Records provided Block Start

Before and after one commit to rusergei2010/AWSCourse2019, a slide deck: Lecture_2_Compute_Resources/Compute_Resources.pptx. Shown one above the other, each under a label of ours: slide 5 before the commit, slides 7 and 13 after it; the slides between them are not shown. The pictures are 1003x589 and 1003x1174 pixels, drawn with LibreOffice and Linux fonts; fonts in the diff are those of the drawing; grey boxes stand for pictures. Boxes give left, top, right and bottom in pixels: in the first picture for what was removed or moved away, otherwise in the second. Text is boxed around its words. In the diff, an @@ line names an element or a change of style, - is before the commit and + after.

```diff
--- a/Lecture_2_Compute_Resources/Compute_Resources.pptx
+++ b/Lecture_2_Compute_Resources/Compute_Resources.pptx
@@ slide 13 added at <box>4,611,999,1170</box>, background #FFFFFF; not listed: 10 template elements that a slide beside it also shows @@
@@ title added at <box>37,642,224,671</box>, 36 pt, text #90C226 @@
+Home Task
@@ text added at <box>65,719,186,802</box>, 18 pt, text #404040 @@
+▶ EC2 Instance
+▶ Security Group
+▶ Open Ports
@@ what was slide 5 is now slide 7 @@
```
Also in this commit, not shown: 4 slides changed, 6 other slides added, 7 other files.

Records provided Block End
Records provided Block Start

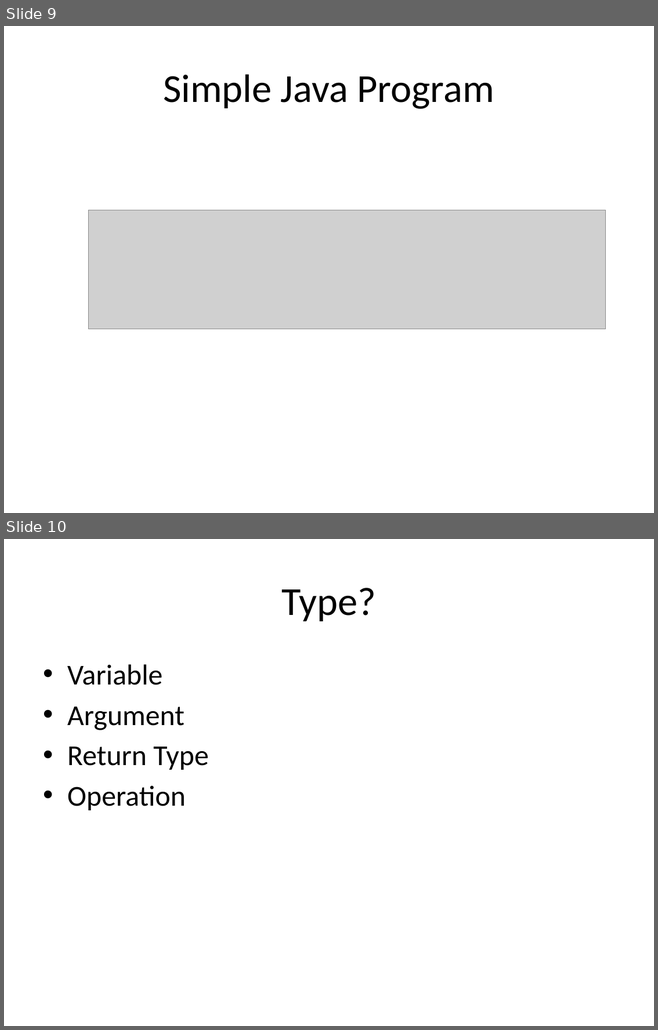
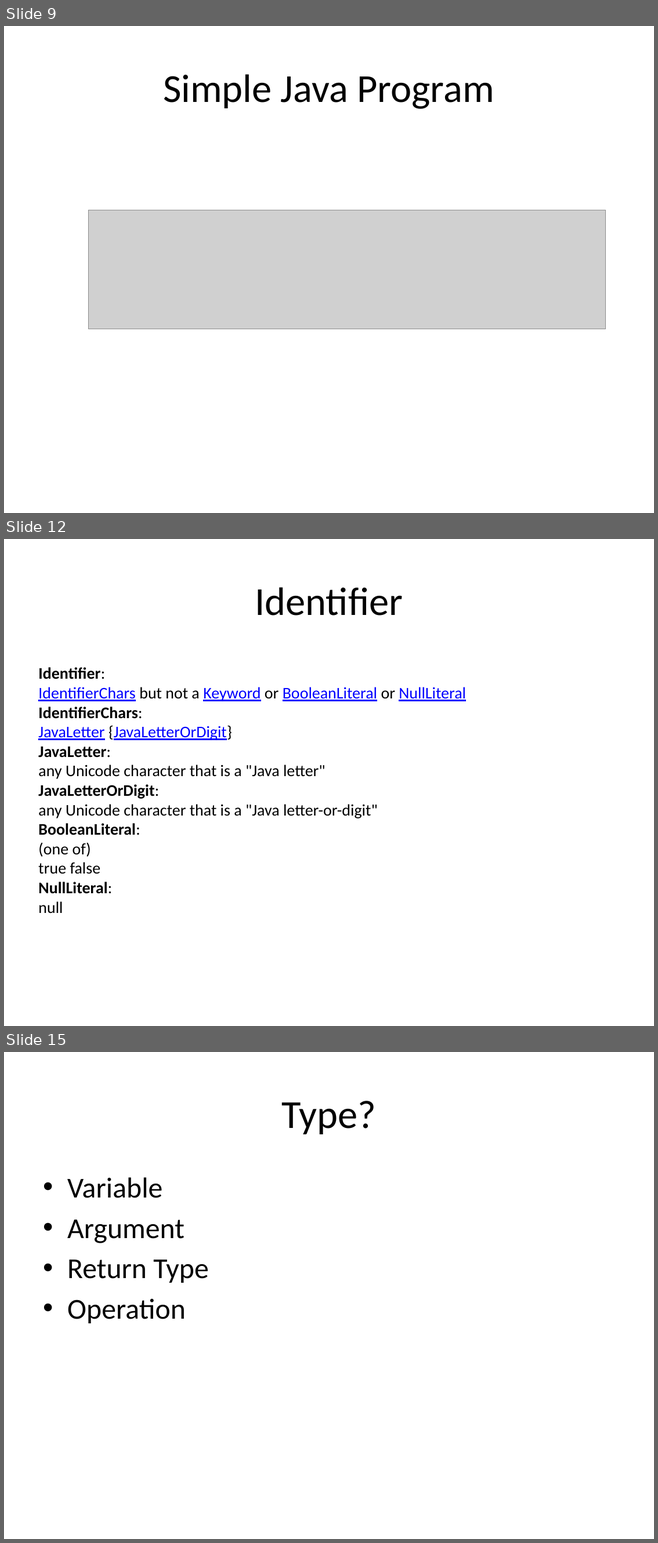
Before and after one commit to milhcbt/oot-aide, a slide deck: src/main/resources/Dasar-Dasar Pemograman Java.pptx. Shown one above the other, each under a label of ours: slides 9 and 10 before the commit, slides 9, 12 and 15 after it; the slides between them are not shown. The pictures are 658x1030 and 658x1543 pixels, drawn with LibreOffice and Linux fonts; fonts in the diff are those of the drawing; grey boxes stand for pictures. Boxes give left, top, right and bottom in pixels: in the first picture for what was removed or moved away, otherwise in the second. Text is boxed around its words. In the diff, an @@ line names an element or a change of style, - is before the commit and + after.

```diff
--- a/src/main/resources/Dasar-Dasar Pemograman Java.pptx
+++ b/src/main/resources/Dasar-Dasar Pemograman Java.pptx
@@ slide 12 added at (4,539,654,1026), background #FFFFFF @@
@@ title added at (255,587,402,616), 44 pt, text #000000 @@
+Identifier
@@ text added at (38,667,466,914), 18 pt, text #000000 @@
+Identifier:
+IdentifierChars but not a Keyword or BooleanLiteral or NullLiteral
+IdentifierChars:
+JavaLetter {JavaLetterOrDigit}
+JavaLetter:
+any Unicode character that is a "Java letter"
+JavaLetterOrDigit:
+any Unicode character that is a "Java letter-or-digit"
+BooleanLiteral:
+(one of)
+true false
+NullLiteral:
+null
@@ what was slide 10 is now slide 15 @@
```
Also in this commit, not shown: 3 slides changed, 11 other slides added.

Records provided Block End
Records provided Block Start

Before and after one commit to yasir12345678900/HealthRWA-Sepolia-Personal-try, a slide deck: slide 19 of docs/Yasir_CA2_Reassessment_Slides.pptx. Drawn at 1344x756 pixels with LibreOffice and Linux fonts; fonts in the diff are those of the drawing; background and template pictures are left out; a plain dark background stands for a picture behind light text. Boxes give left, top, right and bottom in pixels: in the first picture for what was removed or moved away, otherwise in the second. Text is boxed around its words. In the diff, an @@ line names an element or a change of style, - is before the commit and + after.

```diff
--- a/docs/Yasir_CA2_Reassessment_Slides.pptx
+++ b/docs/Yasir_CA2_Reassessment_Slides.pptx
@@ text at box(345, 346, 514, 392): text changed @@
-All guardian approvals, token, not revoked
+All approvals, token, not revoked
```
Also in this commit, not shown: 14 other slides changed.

Records provided Block End

Work instruction: Every line that holds the string "IdentifierChars" must be copied from the records above.

Answer to the problem:
+IdentifierChars but not a Keyword or BooleanLiteral or NullLiteral
+IdentifierChars:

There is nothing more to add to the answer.